An even bigger change that’s coming with SQL Server 2016 is support for Linux. It’s obviously intended as a way to attract customers dissatisfied with Oracle who don’t want to move to Windows Server and to support customers already using Linux on Azure (much like Microsoft’s move to bring .NET to Linux). (http://www.cio.com/article/3026664/open-source-tools/the-real-reason-microsoft-open-sourced-net.html)

“Today, Linux is the most popular operating system for databases, whether on-premise or cloud,” said Yuhanna. “While the results of this move will surely come over time, we believe it’s the right move, a bit too late, but nevertheless it’s likely to put pressure on Oracle and Amazon AWS and take away some database market share.”

Pricing

Microsoft is fond of pointing out the price advantage of SQL Server by claiming that everything is built-in. That’s true of the Enterprise Edition, which you need to get Availability Groups, Always Encrypted, Temporal Tables and Mobile BI. “We think that for now, Always Encrypted is a very specific scenario for enterprise customers,” Hotti said. “Enterprise is not only about massive scale but it’s also about features we think are relevant to the enterprise. Mobile BI is right now is enterprise only, because it gives additional value.”

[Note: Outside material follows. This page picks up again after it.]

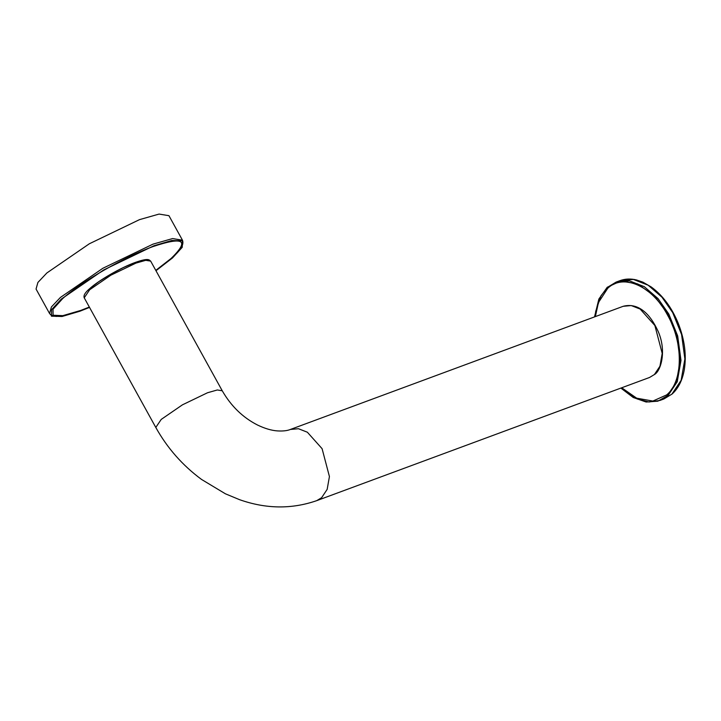 <?xml version="1.0" encoding="UTF-8"?>
<svg xmlns="http://www.w3.org/2000/svg" width="721" height="721" viewBox="0 0 721 721"><rect width="100%" height="100%" fill="white"/><g stroke="black" fill="none" stroke-linecap="round" stroke-linejoin="round"><path stroke-width="1.08" d="M49.569 313.536L36.05 289.049L37.898 282.452L46.892 272.944L89.332 243.779L139.486 219.644L159.08 214.074L168.939 215.687L182.458 240.183L172.589 238.57L153.005 244.14L102.86 268.275L60.411 297.44L51.416 306.948L49.569 313.536L51.101 315.176L56.085 316.438L62.754 315.798L80.887 310.445L89.359 307.092M89.53 307.407L79.923 311.22L62.051 316.492L51.443 316.186L51.597 309.67L61.312 299.071L103.761 269.906L153.906 245.771L171.778 240.49L182.395 240.805L182.233 247.312L172.517 257.92L155.97 270.726M620.862 388.087L633.254 397.505L646.142 402.021L657.858 401.182L667.195 395.874L676.415 382.049L680.164 360.725L676.848 336.256L667.97 314.356L654.776 296.277L637.77 283.93L620.664 281.055L607.235 287.264L598.872 299.035L594.519 316.907M595.357 316.6L598.457 302.523L607.776 288.238C623.512 273.232 652.099 285.985 667.421 314.852C683.562 342.98 683.202 381.355 666.655 394.901L652.856 401.065L636.67 398.172L621.7 387.772M618.122 281.442L620.042 280.631L633.38 279.424L648.188 285.228L661.959 297.187L672.702 312.608L681.579 334.508L684.887 358.977L681.138 380.3L671.918 394.126L663.834 399.01L672.134 393.999C678.371 388.358 682.417 380.264 684.283 369.738C686.644 355.255 684.653 339.825 678.308 323.468C671.783 307.579 662.77 295.421 651.27 286.985L642.907 282.154L636.58 279.973C630.713 278.531 625.206 278.757 620.042 280.631M620.033 280.64L616.149 282.073L607.857 287.084L616.149 282.073L629.487 280.866L644.295 286.67L658.066 298.629L668.809 314.05L677.686 335.95L680.994 360.419L677.244 381.742L668.025 395.568L659.94 400.452M608.073 286.958L607.776 288.238M161.225 419.406L182.449 404.823L207.522 392.756L217.318 389.971L222.248 390.782L150.671 261.119L145.732 260.326L135.954 263.111L110.881 275.179L89.656 289.761L84.231 297.809L155.799 427.454L161.225 419.406M316.762 500.626L321.62 497.697L327.163 489.379L329.425 476.563L322.089 448.678L307.353 432.212L298.449 428.725L290.419 429.455C287.255 430.752 282.911 431.239 277.369 430.906C271.429 430.482 264.796 428.517 257.478 425.002C242.824 417.531 231.08 406.121 222.248 390.782M155.799 427.454C167.29 448.083 182.539 465.415 201.547 479.447L225.43 493.813L239.543 499.671C265.977 509.008 291.717 509.323 316.78 500.626L649.549 377.471L654.407 374.532L659.949 366.223L662.202 353.398L654.875 325.513L640.131 309.048L631.226 305.56L623.151 306.308M148.625 260.173L143.812 260.011L134.863 262.624L123.174 267.653L110.538 274.331L98.867 281.641L89.945 288.472M89.332 307.056L80.842 310.4L62.844 315.654L53.075 315.239L53.021 309.237L62.7 298.557C81.23 281.785 124.508 256.874 152.987 246.582C183.774 236.29 189.821 240.237 171.129 258.433L155.781 270.375M155.799 270.411L171.129 258.433M621.349 387.907L628.315 393.801L637.265 399.001L648.972 401.985L659.94 400.443L663.843 399.001M607.857 287.084L601.017 295.727L595.717 311.274L595.014 316.726M623.205 306.29L290.428 429.446M150.671 261.119C149.058 260.101 149.301 257.505 135.296 262.426C120.975 267.554 99.183 280.063 89.737 288.598C85.123 292.474 83.285 295.547 84.24 297.818M649.54 377.471L654.623 374.406C660.742 370.954 666.718 351.668 658.444 332.066C647.945 308.669 634.705 303.235 623.142 306.308M171.481 258.217C180.574 250.557 184.234 244.536 182.458 240.174"/></g></svg>

SQL Server 2016 does have the same list price as the previous two versions, but the SQL Server BI edition goes away. If you have Software Assurance, your licenses will be converted to Enterprise Edition, but that also means you switch to paying per core, rather than for the server and calls. The costs could be very different for some businesses and will likely balance out any savings you’ll make from the changes in developer licensing.